# 3 years in Chennai - advice on funds and shipping



## bethany89

In June I'm hoping to study in Chennai for 3 years. I have a few questions and would appreciate any help / tips / suggestions for websites:

1) My student visa application needs proof that I have the funds for my stay. The college fees (including accommodation) are about £680 a year, so apart from that how much do you think I would need?

2) Do you think it's better to take all my money with me or leave some in a British bank account? I do have parents in the UK who can keep an eye on anything I leave here.

3) Can you recommend a shipping company who are reputable and cheap? I don't need my stuff right away, and I'm not moving furniture - just a computer, a few boxes of books and a box of personal belongings.

I'm really looking forward to it, as I had great fun when I visited Chennai and other parts of India in October.

Bethany


----------



## SKMel

*Life In Chennai*

Hi Bethany89

I am a Canadian who lived in Chennai for over a year recently and have been living in India on and off for over 4 years now.

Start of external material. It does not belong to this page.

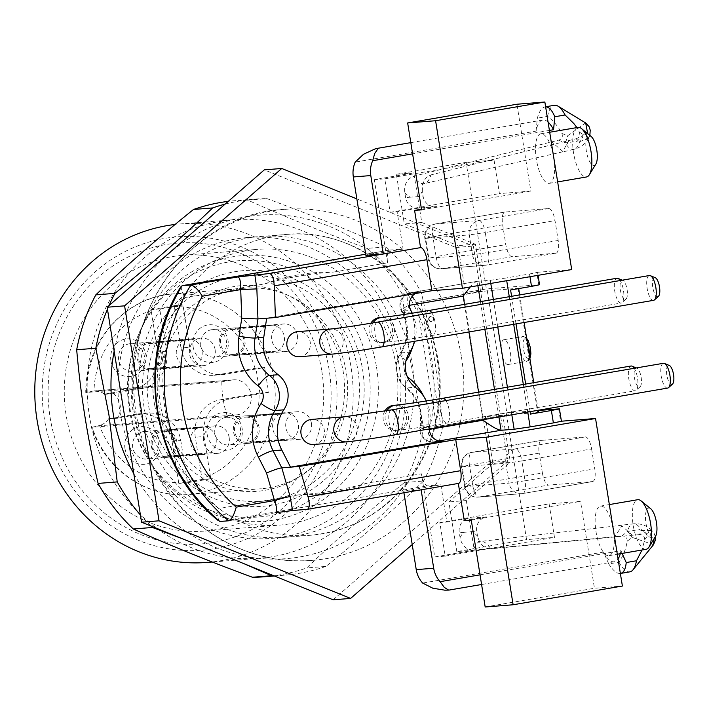 <?xml version="1.0" encoding="UTF-8"?>
<svg xmlns="http://www.w3.org/2000/svg" width="709" height="709" viewBox="0 0 709 709"><rect width="100%" height="100%" fill="white"/><g stroke="black" fill="none" stroke-linecap="round" stroke-linejoin="round"><path stroke-width="0.53" stroke-dasharray="3.54 2.66" d="M265.086 576.727A188.621 176.816 85.5 0 0 306.74 567.944C336.066 539.744 368.636 511.278 404.458 482.528L423.592 481.003C394.266 509.195 361.696 537.67 325.874 566.42L306.74 567.944M325.874 566.42A188.621 176.816 -94.5 0 1 284.22 575.203A188.621 176.816 -94.5 0 1 273.665 575.708M404.458 482.528A188.621 176.816 85.5 0 0 423.574 427.651L410.449 361.005L402.163 293.978L421.297 292.454C431.648 336.722 438.782 381.282 442.708 426.127L423.574 427.651M442.708 426.127A188.621 176.816 -94.5 0 1 423.592 481.003M402.163 293.978A188.621 176.816 85.5 0 0 366.961 248.407C324.057 232.596 284.344 216.511 247.831 200.16L266.965 198.635C309.868 214.446 349.572 230.531 386.095 246.892L366.961 248.407M386.095 246.892A188.621 176.816 -94.5 0 1 421.297 292.454M247.831 200.16A188.621 176.816 85.5 0 0 235.166 200.674A188.621 176.816 85.5 0 0 228.245 201.374M225.09 204.139A188.621 176.816 -94.5 0 1 254.301 199.158A188.621 176.816 -94.5 0 1 266.965 198.635M107.458 309.221A188.621 176.816 -94.5 0 1 109.009 305.597M150.857 525.963A188.621 176.816 -94.5 0 1 140.409 514.956M133.044 410.821A150.893 141.454 -94.5 0 1 321.62 245.988A150.893 141.454 -94.5 0 1 362.937 503.948A150.893 141.454 -94.5 0 1 133.044 410.821M133.797 473.639A172.269 161.492 85.5 0 0 390.207 506.199A172.269 161.492 85.5 0 0 346.728 234.759A172.269 161.492 85.5 0 0 114.167 351.115M207.436 562.397A169.761 159.135 85.5 0 0 350.902 366.278A169.761 159.135 85.5 0 0 180.511 223.947A169.761 159.135 85.5 0 0 175.07 224.478M403.279 362.113A169.761 159.135 -94.5 0 1 259.813 558.222A169.761 159.135 -94.5 0 1 87.712 401.622A169.761 159.135 -94.5 0 1 232.889 219.781A169.761 159.135 -94.5 0 1 403.279 362.113M329.1 369.611A150.893 141.454 85.5 0 0 99.207 276.492A150.893 141.454 85.5 0 0 140.524 534.453A150.893 141.454 85.5 0 0 329.1 369.611M334.914 368.618A157.185 147.348 -94.5 0 1 138.477 540.32A157.185 147.348 -94.5 0 1 95.44 271.618A157.185 147.348 -94.5 0 1 334.914 368.618M244.029 563.708L183.551 539.212M396.039 365.357A138.317 129.667 85.5 0 0 257.199 249.382A138.317 129.667 85.5 0 0 140.311 409.182A138.317 129.667 85.5 0 0 279.142 525.156A138.317 129.667 85.5 0 0 396.039 365.357M321.842 371.259A138.317 129.667 -94.5 0 1 204.945 531.059A138.317 129.667 -94.5 0 1 64.723 403.456A138.317 129.667 -94.5 0 1 183.002 255.284A138.317 129.667 -94.5 0 1 321.842 371.259M229.167 437.409A13.834 12.966 -94.5 0 1 217.477 453.388A13.834 12.966 -94.5 0 1 203.456 440.626A13.834 12.966 -94.5 0 1 215.288 425.808A13.834 12.966 -94.5 0 1 229.167 437.409M311.455 423.317A13.834 12.966 -94.5 0 1 299.765 439.296A13.834 12.966 -94.5 0 1 285.736 426.534A13.834 12.966 -94.5 0 1 297.567 411.716A13.834 12.966 -94.5 0 1 311.455 423.317M297.399 335.552A13.834 12.966 -94.5 0 1 285.709 351.54A13.834 12.966 -94.5 0 1 271.68 338.778A13.834 12.966 -94.5 0 1 283.511 323.96A13.834 12.966 -94.5 0 1 297.399 335.552M215.111 349.652A13.834 12.966 -94.5 0 1 203.421 365.631A13.834 12.966 -94.5 0 1 189.4 352.869A13.834 12.966 -94.5 0 1 201.232 338.051A13.834 12.966 -94.5 0 1 215.111 349.652M362.609 369.717A118.217 110.817 -94.5 0 1 272.026 505.127A118.217 110.817 -94.5 0 1 144.051 407.179A118.217 110.817 -94.5 0 1 234.644 271.769A118.217 110.817 -94.5 0 1 362.609 369.717M376.55 367.333A133.292 124.952 -94.5 0 1 209.97 512.935A133.292 124.952 -94.5 0 1 173.475 285.071A133.292 124.952 -94.5 0 1 376.55 367.333M458.324 483.432L421.128 489.813L403.669 491.195L440.865 484.823L427.775 485.869A12.576 4.36 80.3 0 1 421.421 473.798L434.741 556.955L474.268 550.184L466.309 500.545L510.312 462.082L492.852 463.473L485.355 416.608L506.27 413.028L526.548 539.62L554.482 537.395L549.12 503.886L580.538 501.387L594.452 588.266L622.387 586.042M412.221 544.565L507.768 461.054L500.492 415.616L502.805 415.226L510.312 462.082M510.586 289.981L517.845 288.333L487.296 290.77L416.67 302.468L482.926 291.115L465.467 292.498L486.392 288.918L466.114 162.326L494.049 160.101L499.42 193.61L530.846 191.111L516.923 104.232M416.67 302.468L436.549 426.579L500.492 415.616L473.337 246.076L378.819 207.79L374.308 179.661L413.834 172.89L421.784 222.52L475.42 244.251L482.926 291.115M367.466 483.051C344.937 489.423 322.01 493.358 298.693 494.838C322.303 495.166 345.221 491.231 367.466 483.051L421.421 473.798M264.9 283.848C287.429 277.467 310.356 273.541 333.673 272.061C310.063 271.733 287.145 275.659 264.9 283.848L184.952 297.55L181.513 290.663L181.149 286.294M653.485 544.707L631.896 537.298L627.208 541.277C625.958 548.846 623.229 555.812 619.028 562.166L608.765 563.921L603.51 552.072L422.644 583.064M403.669 491.195L403.926 492.764M440.865 484.823L446.83 522.054L468.915 518.27L486.374 516.879A12.576 11.787 85.5 0 0 476.74 531.289L471.813 531.679A55.169 19.143 80.3 0 1 477.529 536.19L479.701 542.19L483.148 546.249L486.675 548.27L490.867 548.81A42.611 14.783 -99.7 0 0 480.658 541.419A42.611 14.783 -99.7 0 0 473.408 550.202C466.097 549.643 461.656 545.443 460.07 537.582L459.281 532.672A12.576 11.787 -94.5 0 1 468.915 518.27M627.208 541.277C627.226 537.608 625.48 535.844 621.979 535.995L473.408 550.202M620.286 553.729A35.211 12.213 -99.7 0 0 620.969 550.68L480.037 574.839M620.969 550.68L622.13 553.419M621.979 535.995L627.376 531.511L639.367 529.499L649.993 535.162L652.041 530.624L641.849 530.359L639.438 534.604C642.939 534.453 644.676 536.217 644.667 539.895L641.991 550.016M639.438 534.604L490.867 548.81M477.529 536.19L476.74 531.289M464.289 520.663L486.374 516.879M603.51 552.072A35.211 12.213 -99.7 0 0 614.295 561.758A35.211 12.213 -99.7 0 0 618.053 558.958M548.075 122.099A35.211 12.213 -99.7 0 0 542.757 120.025A35.211 12.213 -99.7 0 0 536.084 131.103L355.218 162.095M536.084 131.103L537.36 118.128C539.319 111.038 541.986 107.281 545.381 106.837M585.616 122.932L567.59 135.8L561.882 133.416C558.337 126.663 553.578 120.982 547.623 116.373L537.36 118.128M561.882 133.416C563.043 136.881 561.936 139.132 558.577 140.16L413.515 176.275C406.771 179.235 403.873 184.703 404.821 192.671L405.61 197.581A12.576 11.787 85.5 0 0 418.23 208.118A12.576 11.787 85.5 0 0 419.223 207.994L436.682 206.611A12.576 11.787 -94.5 0 1 435.689 206.736A12.576 11.787 -94.5 0 1 423.069 196.189L418.142 196.579A55.169 19.143 -99.7 0 0 422.28 191.288L423.069 196.189M333.673 272.061L387.628 262.817A12.576 4.36 80.3 0 1 389.87 250.073A12.576 4.36 80.3 0 1 390.003 250.055L403.102 249.019L397.137 211.778L419.223 207.994M403.102 249.019L365.897 255.391M549.413 130.421L412.611 153.862M421.474 209.217L436.682 206.611M422.28 191.288L422.467 184.881L424.469 179.891L427.173 176.798L430.975 174.884A42.611 14.783 80.3 0 1 424.283 183.569A42.611 14.783 80.3 0 1 413.515 176.275M588.683 138.202L579.607 141.72L576.036 138.769L430.975 174.884M576.036 138.769C579.395 137.75 580.494 135.499 579.342 132.025L576.904 127.585M426.331 400.966A37.728 35.361 -94.5 0 1 429.716 424.682L429.441 426.455L420.712 427.155L420.986 425.373A37.728 35.361 85.5 0 0 406.576 387.991A25.152 23.574 -94.5 0 1 400.948 352.887L409.678 352.196M414.694 341.268A37.728 35.361 85.5 0 0 412.275 313.21M415.288 293.561A12.576 11.787 -94.5 0 1 419.214 292.081L410.484 292.782L477.051 281.367C475.579 281.695 473.311 283.556 470.235 286.95M266.681 318.226L419.214 292.081M429.299 428.936A12.576 11.787 -94.5 0 1 429.441 426.455M370.851 323.242A12.576 11.787 85.5 0 0 369.176 332.087A12.576 11.787 85.5 0 0 381.796 342.633A12.576 11.787 85.5 0 0 392.556 329.162A12.576 11.787 85.5 0 0 379.802 317.561M299.606 356.716A12.576 11.787 85.5 0 0 310.356 343.245A12.576 11.787 85.5 0 0 297.612 331.644M313.662 444.472A12.576 11.787 85.5 0 0 324.412 431.001A12.576 11.787 85.5 0 0 311.668 419.4M384.907 411.007A12.576 11.787 85.5 0 0 383.232 419.843A12.576 11.787 85.5 0 0 395.852 430.39A12.576 11.787 85.5 0 0 406.611 416.919A12.576 11.787 85.5 0 0 393.858 405.318M429.113 319.307A2.517 2.357 -94.5 0 1 431.24 316.4A2.517 2.357 -94.5 0 1 433.784 318.722A2.517 2.357 -94.5 0 1 429.113 319.307M561.422 421.208L560.633 421.27L561.431 421.27M490.788 283.423L490.282 280.303L477.192 281.349L477.875 285.638M490.282 280.303L506.27 277.963L506.713 280.693M529.96 276.714L529.526 273.984L506.27 277.963M529.526 273.984L537.573 272.345L536.784 272.336L538.769 284.752L486.392 288.918M571.693 269.562L536.784 272.336M507.954 364.541A12.576 4.36 80.3 0 1 501.626 352.665A12.576 4.36 80.3 0 1 503.842 339.735A12.576 4.36 80.3 0 1 510.258 351.389A12.576 4.36 80.3 0 1 508.087 364.523A12.576 4.36 80.3 0 1 507.954 364.541M487.296 290.77L507.174 414.871L538.521 412.452M538.769 284.752L539.558 284.752M538.202 410.484L506.27 413.028M502.805 415.226L485.355 416.608M436.549 426.579L507.174 414.871M421.04 302.123L440.918 426.233M218.886 521.142L217.663 516.356L218.744 508.539A163.469 153.241 -94.5 0 1 184.952 297.55M298.693 494.838L218.744 508.539M553.809 157.859A25.152 8.73 80.3 0 1 549.324 183.347A25.152 8.73 80.3 0 1 536.474 160.03A25.152 8.73 80.3 0 1 540.825 133.771A25.152 8.73 80.3 0 1 553.809 157.859M555.821 253.228L512.173 256.702L442.434 268.649L486.073 265.175L555.821 253.228A12.576 4.36 -99.7 0 0 555.953 253.21A12.576 4.36 -99.7 0 0 558.196 240.466L555.014 220.614A12.576 4.36 -99.7 0 0 548.66 208.543L505.021 212.018A12.576 4.36 -99.7 0 0 504.879 212.035A12.576 4.36 -99.7 0 0 502.646 224.78L505.827 244.632A12.576 4.36 -99.7 0 0 512.173 256.702M374.308 179.661L384.783 178.828L390.154 212.337L397.137 211.778M387.628 262.817L378.819 207.79L356.849 198.901M421.571 209.837L530.846 191.111M390.154 212.337L499.42 193.61M413.834 172.89L396.375 174.272L404.325 223.911L457.97 245.642L465.467 292.498M396.375 174.272L466.114 162.326M384.783 178.828L494.049 160.101M475.42 244.251L457.97 245.642M421.784 222.52L404.325 223.911M595.852 164.08A15.093 5.238 80.3 0 1 593.956 165.481A15.093 5.238 80.3 0 1 586.006 148.42A15.093 5.238 80.3 0 1 591.111 136.438M578.03 127.39A25.152 8.73 -99.7 0 0 573.608 153.268A25.152 8.73 -99.7 0 0 586.254 177.002M404.821 192.671A55.169 19.143 -99.7 0 0 410.538 197.182L418.142 196.579M547.623 116.373A35.211 12.213 80.3 0 1 554.305 105.295M579.342 132.025L582.94 134.586L587.69 133.655M558.577 140.16L565.126 142.872L576.984 141.463L585.758 132.406L588.7 138.166L589.844 135.41M582.94 134.586A7.542 5.911 115.9 0 1 579.607 141.72A33.766 11.716 -99.7 0 1 574.095 149.315L562.769 151.912M588.709 138.166C585.971 143.51 581.096 147.224 574.095 149.315A33.766 11.716 -99.7 0 1 565.126 142.872A7.542 1.835 104.4 0 0 567.59 135.8M613.445 530.19A25.152 8.73 -99.7 0 0 600.47 506.093A25.152 8.73 -99.7 0 0 596.118 532.362A25.152 8.73 -99.7 0 0 608.96 555.67A25.152 8.73 -99.7 0 0 613.445 530.19M591.598 448.974L594.771 468.826L525.032 480.782L521.851 460.93L591.598 448.974A12.576 4.36 -99.7 0 0 585.244 436.912L541.596 440.378A12.576 4.36 -99.7 0 0 541.463 440.395A12.576 4.36 -99.7 0 0 539.221 453.14L469.473 465.095L472.655 484.947L542.403 473L539.221 453.14M542.403 473A12.576 4.36 -99.7 0 0 548.757 485.062L479.009 497.018L522.657 493.544L592.396 481.588L548.757 485.062M592.396 481.588A12.576 4.36 -99.7 0 0 592.538 481.571A12.576 4.36 -99.7 0 0 594.771 468.826M434.741 556.955L445.217 556.122L439.846 522.613L446.83 522.054M439.846 522.613L549.12 503.886M471.272 520.114L580.538 501.387M485.186 606.993L594.452 588.266M474.268 550.184L456.809 551.567L526.548 539.62M456.809 551.567L448.859 501.937L492.852 463.473M445.217 556.122L554.482 537.395M466.309 500.545L448.859 501.937M650.756 508.77A15.093 5.238 -99.7 0 0 648.824 508.025A15.093 5.238 -99.7 0 0 646.573 526.362A15.093 5.238 -99.7 0 0 655.488 536.412M646.156 549.298A25.152 8.73 80.3 0 1 633.314 525.981A25.152 8.73 80.3 0 1 637.666 499.721M460.07 537.582A55.169 19.143 80.3 0 1 464.209 532.282L471.813 531.679M620.127 573.492C616.706 573.625 612.922 570.435 608.765 563.921M619.028 562.166A35.211 12.213 -99.7 0 0 629.814 571.853M644.667 539.895L647.246 536.075L654.07 538.734M647.246 536.075A7.542 5.743 -137.4 0 0 641.849 530.359A33.766 11.716 80.3 0 0 633.332 523.836L621.793 525.156M652.041 530.616C646.874 525.511 640.644 523.251 633.332 523.836A33.766 11.716 80.3 0 0 627.376 531.511A7.542 2.003 -121.8 0 1 631.896 537.298M429.716 424.682L420.986 425.373C419.028 425.719 421.447 426.57 428.254 427.935L427.988 429.645A12.576 1.063 8.7 0 1 419.923 427.394A12.576 1.063 8.7 0 1 420.712 427.155A12.576 11.787 -94.5 0 0 420.729 431.294A12.576 11.787 -94.5 0 0 433.35 441.831L442.079 441.14M411.672 312.004L402.083 312.492C408.747 326.698 408.092 340.293 400.124 353.268C393.078 366.261 394.948 377.773 405.743 387.796A12.576 3.35 -52.6 0 0 406.576 387.991L415.297 387.3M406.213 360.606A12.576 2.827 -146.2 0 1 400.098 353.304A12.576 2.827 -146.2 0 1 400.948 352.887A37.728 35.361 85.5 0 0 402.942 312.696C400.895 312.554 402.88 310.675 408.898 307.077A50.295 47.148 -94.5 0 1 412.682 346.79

My advice regarding Chennai is this:


-It is ALWAYS very, very, hot, even in the winter it is hot
-Instead of shipping anything via the port - which is a nightmare (I did it), check with the airline and pay to have extra bags come with you. Or send it via a shipping company who will deliver to your door, trust me you do not want to deal with the shipping companies at the Port they are a nightmare and will demand all kinds of bribes which will end up costing as much as if you would have paid the extra baggage fee on the airline anyway - again based on personal experience
-The humidity is staggering and I come from a very humid city (Vancouver) and because of this many of my personal items I had brought from Canada were ruined by the humidity and heat
-I am not sure how much time you have already spent in Chennai, but it is still an extremely conservative Indian city, rarely will you see Indian women not wearing Sari's and you will be stared at ALL of the time
-The women who do go swimming at the beach (like Marina beach) will not wear bathing suits but will enter the water in their sari's
-It is very challenging to get around in Chennai because of the traffic congestion, pollution, and poor road conditions and lack of street signs, everything is by landmark
-Cost to live in Chennai really varies, from cheap to ultra expensive, depending on where you live - for example the Boat Club area close to Alwerpet is just as expensive as any large Western city
-I would recommend you join Internations and try and share a place with others and the Chennai group also gives really great advice and has a monthly meetup which always has great people and is lots of fun
-Basent Nagar is a great place to live close to the beach and another great place to live is Anna Nagar or Adyar or T. Nagar
-Currently they are building the Skytrain in Chennai which is making traffic almost unbearable and the city even more dusty than before if you can beleive that
-Money, your ATM card will work to withdraw money or otherwise I usually get my family to send me money via Western Union for larger amount because it is cheaper than the ATM fees and usually a better exchange rate
-Do NOT bring all your money because it is not safe and I don't think you will be able to open a bank account without a lot of problems
-Make sure you register with the FRRO office within the required 14 days otherwise you can get fined and they will make it very difficult for you, take a local Tamil person with you beforehand to make sure you have all your documents in order, the right number of photos and everything photocopied and stamped in the exact order as they want otherwise they will keep sending you away - not a great experience for any foreigner
-It is somewhat difficult to get certain foods you might like from home, so stock up on them as they only grocery store which has anything is Annu Nana and the prices are more than 3 x what they are in Canada

Hope this helps


----------



## bethany89

Thanks SKMel! Your comments are much appreciated.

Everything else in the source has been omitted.